途經金光寺、荊棘嶺這兩處原定的劫難之地時,竟是一路暢通無阻,連個像樣的波折都沒遇上。
直到踏入那座野外小雷音寺,才算真正碰到點“劫難”。
可誰料,這黃眉老怪本就是彌勒佛座下童子。
說白了,就是佛門自己人演的一齣戲,秦聖師徒幾人沒費甚麼力氣,就輕鬆過關。
後頭的朱紫國劫難也如出一轍。
那金毛犼是觀音菩薩的坐騎,擺明了是佛門安排的“走過場”任務,一行人順順當當地就渡了過去。
再往後的盤絲洞、獅駝嶺等地,也全是一路綠燈,連點像樣的阻礙都沒有。
就這麼一路順暢走了數年,取經隊伍終於抵達靈山聖境之外的玉真觀。
觀主金頂大仙熱情款待了秦聖一番。
稍作休整後,秦聖一行人繼續前行,沒走多遠,便聽見前方傳來震耳欲聾的水流聲。
秦聖抬眼望去,正是大名鼎鼎的凌雲渡口。
按佛門規矩,修為沒到準聖境界的人,要進靈山聖境都得從這裡走。
以前接引聖人在靈山時,還常客串這兒的擺渡人,如今這差事,落到了阿彌陀佛頭上。
平日裡,他只派個化身來應付了事。
但這回是取經人要入靈山,他自然得親自到場。
秦聖望著眼前白霧翻湧的大河,河面沒有橋,只有一根獨木斜斜探入霧中,盡頭隱沒在混沌裡,半分光景也瞧不清,一時沒人敢貿然踏上。
正躊躇時,濃霧深處忽然飄來一葉小舟,舟上有人持篙撐船,遠遠便揚聲喊道:“岸上可是大秦聖僧師徒?”
“正是俺們!你是哪路的?”
孫悟空火眼金睛瞪得溜圓,卻瞧不透船伕底細,當即警惕喝問。
秦聖擺擺手,語氣平和:“悟空,休得無禮,這位乃我西方佛門大教主阿彌陀佛,還不快上前拜見。”
孫悟空聞言心頭一震。
他雖未見過阿彌陀佛,卻早聞其名,佛門億萬信徒日夜稱頌,其神通法力,想想便知有多恐怖。

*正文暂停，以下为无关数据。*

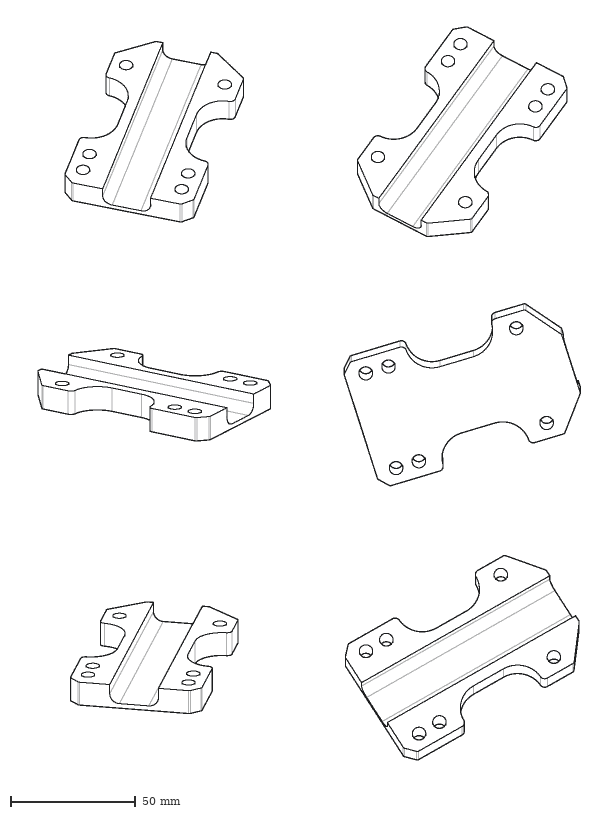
import cadquery as cq
import math

width = 54.0
length = 88.5
thickness = 10.0
half_width = width / 2

front_bevel_x = 4.25
front_bevel_y = 4.0
rear_bevel_x = 14.2
rear_bevel_y = 11.1
bevel_rounding = 1.0

waist_width = 28.9
waist_center_y = 44.9
waist_flat_length = 14.1
waist_radius = 11.0
waist_lip_radius = 2.0

channel_width = 20.0
channel_floor_z = 2.0
channel_radius = 4.0

hole_diameter = 5.4
hole_spacing_x = 41.2
hole_rows_y = (8.5, 18.05, 71.9)


def make_plate():
    """Rectangular plate with four bevelled corners, rounded where the bevels end."""
    right_half = [
        (half_width - front_bevel_x, 0),
        (half_width, front_bevel_y),
        (half_width, length - rear_bevel_y),
        (half_width - rear_bevel_x, length),
    ]
    left_half = [(-x, y) for x, y in reversed(right_half)]
    plate = cq.Workplane("XY").polyline(right_half + left_half).close().extrude(thickness)
    return plate.edges("|Z").fillet(bevel_rounding)


def make_right_waist():
    """Recess in the +X side: two large arcs, each blending into a convex lip."""
    waist_x = waist_width / 2
    arc_x = waist_x + waist_radius
    arc_y = waist_flat_length / 2
    lip_x = half_width - waist_lip_radius

    center_distance = waist_radius + waist_lip_radius
    lip_y = arc_y + math.sqrt(center_distance**2 - (arc_x - lip_x) ** 2)
    touch_share = waist_radius / center_distance
    touch_x = arc_x + (lip_x - arc_x) * touch_share
    touch_y = arc_y + (lip_y - arc_y) * touch_share

    arc_angle = math.atan2(touch_y - arc_y, touch_x - arc_x)
    arc_mid_angle = (arc_angle + math.pi) / 2
    arc_mid_x = arc_x + waist_radius * math.cos(arc_mid_angle)
    arc_mid_y = arc_y + waist_radius * math.sin(arc_mid_angle)

    lip_mid_angle = (arc_angle - math.pi) / 2
    lip_mid_x = lip_x + waist_lip_radius * math.cos(lip_mid_angle)
    lip_mid_y = lip_y + waist_lip_radius * math.sin(lip_mid_angle)

    return (
        cq.Workplane("XY", origin=(0, waist_center_y, 0))
        .moveTo(waist_x, -arc_y)
        .lineTo(waist_x, arc_y)
        .threePointArc((arc_mid_x, arc_mid_y), (touch_x, touch_y))
        .threePointArc((lip_mid_x, lip_mid_y), (half_width, lip_y))
        .lineTo(half_width, -lip_y)
        .threePointArc((lip_mid_x, -lip_mid_y), (touch_x, -touch_y))
        .threePointArc((arc_mid_x, -arc_mid_y), (waist_x, -arc_y))
        .close()
        .extrude(thickness)
    )


def make_channel():
    """Open-topped channel with rounded lower corners, running the full length."""
    return (
        cq.Workplane("XY", origin=(0, length / 2, channel_floor_z))
        .rect(channel_width, length)
        .extrude(thickness - channel_floor_z)
        .edges("|Y and <Z")
        .fillet(channel_radius)
    )


def make_holes():
    """Three pairs of plain through holes."""
    hole_centers = [(side * hole_spacing_x / 2, y) for y in hole_rows_y for side in (-1, 1)]
    return cq.Workplane("XY").pushPoints(hole_centers).circle(hole_diameter / 2).extrude(thickness)


right_waist = make_right_waist()
result = (
    make_plate()
    .cut(right_waist)
    .cut(right_waist.mirror("YZ"))
    .cut(make_channel())
    .cut(make_holes())
)
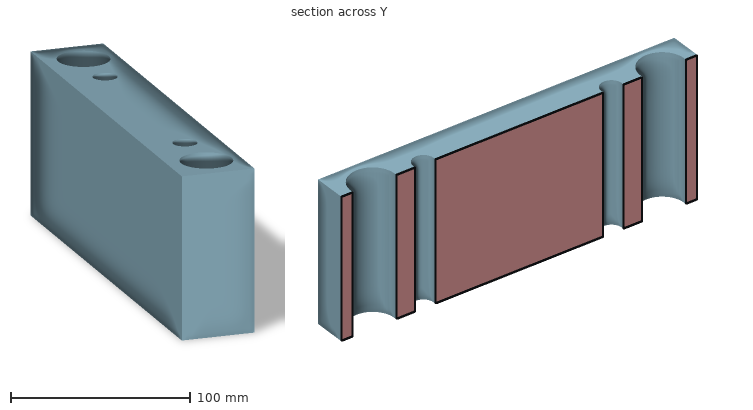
import cadquery as cq

length = 246.0
width = 43.0
height = 96.0

large_diameter = 30.0
large_spacing = 200.0
small_diameter = 14.0
small_spacing = 130.0
hole_row_y = 1.5


def drill_pair(body, diameter, spacing):
    """Drill two vertical through holes, spaced along X on the hole row."""
    centres = [(-spacing / 2, hole_row_y), (spacing / 2, hole_row_y)]
    return body.faces(">Z").workplane(origin=(0, 0, 0)).pushPoints(centres).hole(diameter)


block = cq.Workplane("XY").box(length, width, height)
block = drill_pair(block, large_diameter, large_spacing)
result = drill_pair(block, small_diameter, small_spacing)
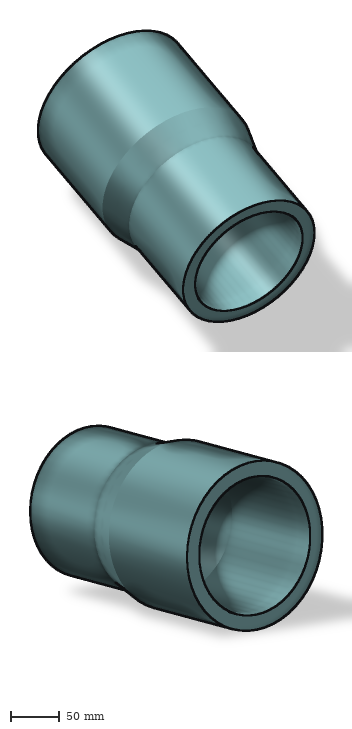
import cadquery as cq

total_length = 276.0
large_length = 130.8
taper_length = 37.0
large_outer_radius = 90.0
small_outer_radius = 80.0
large_bore_radius = 73.7
small_bore_radius = 65.5

start_x = -total_length / 2
taper_start_x = start_x + large_length
taper_end_x = taper_start_x + taper_length
end_x = total_length / 2


def reducer_solid(large_radius, small_radius):
    """Two coaxial cylinders joined by a conical taper."""
    return (
        cq.Workplane("XY")
        .moveTo(start_x, 0)
        .lineTo(start_x, large_radius)
        .lineTo(taper_start_x, large_radius)
        .lineTo(taper_end_x, small_radius)
        .lineTo(end_x, small_radius)
        .lineTo(end_x, 0)
        .close()
        .revolve(360, (0, 0, 0), (1, 0, 0))
    )


outer_body = reducer_solid(large_outer_radius, small_outer_radius)
bore = reducer_solid(large_bore_radius, small_bore_radius)
result = outer_body.cut(bore)

秦聖率先合十躬身,端正行佛禮:“貧僧玄奘,見過阿彌陀佛。”
孫悟空等人哪敢怠慢,連忙跟著行禮,齊聲恭道:“見過阿彌陀佛!”
阿彌陀佛笑著頷首,目光掃過師徒幾人。
秦聖只覺渾身一麻,彷彿被剝光衣裳站在人前,從裡到外被看個通透。
他暗自慶幸,當初多虧后土娘娘出手,徹底抹去金蟬子所有痕跡,才讓他能完美奪舍這具身軀。
否則此刻,他恐怕已被阿彌陀佛看出破綻。
“幾位上船吧。”
阿彌陀佛笑容和煦,側身邀請。
秦聖等人自然不會拒絕,依次登上那艘無底船。
小舟破水前行,朝著凌雲渡對岸緩緩駛去。
一路風平浪靜,並未像傳說中那樣,河面浮起陳玄奘的屍身。
這情形讓阿彌陀佛頗感意外。
他又掃了秦聖兩眼,沒瞧出半點異樣,這才收回目光,繼續安靜撐船。
他心裡大概琢磨著,怕是這玄奘提前覺醒了金蟬子的記憶與修為,早已脫胎換骨,不再是當初的肉體凡胎,自然不會有那具浮屍了。
阿彌陀佛這一通腦補,讓秦聖暗鬆了一口氣。
要是在西遊這最後一步栽跟頭,那可就倒黴透頂了。
小船很快劃到對岸,秦聖幾人下了船。
那小舟便隱入濃霧,沒了蹤影。
師徒幾人不敢耽擱,快步朝前方的大雷音寺趕去。
此時,大雷音寺內,多寶如來早已接到訊息,傳召了八菩薩、四金剛、五百阿羅、三千揭諦、十一大曜、十八伽藍。
眾人分作兩列,靜靜等候。
不多時,只見四人一馬踏入大雄寶殿。
面對滿殿諸佛菩薩的目光,秦聖幾人毫不膽怯,從容上前,對著多寶如來行佛禮拜見。
秦聖朗聲道:“弟子玄奘,奉東土大秦皇帝旨意,遠涉重洋來到寶山,拜求真經以救濟眾生,望佛祖垂憐,早日賜經,讓弟子帶回東土。”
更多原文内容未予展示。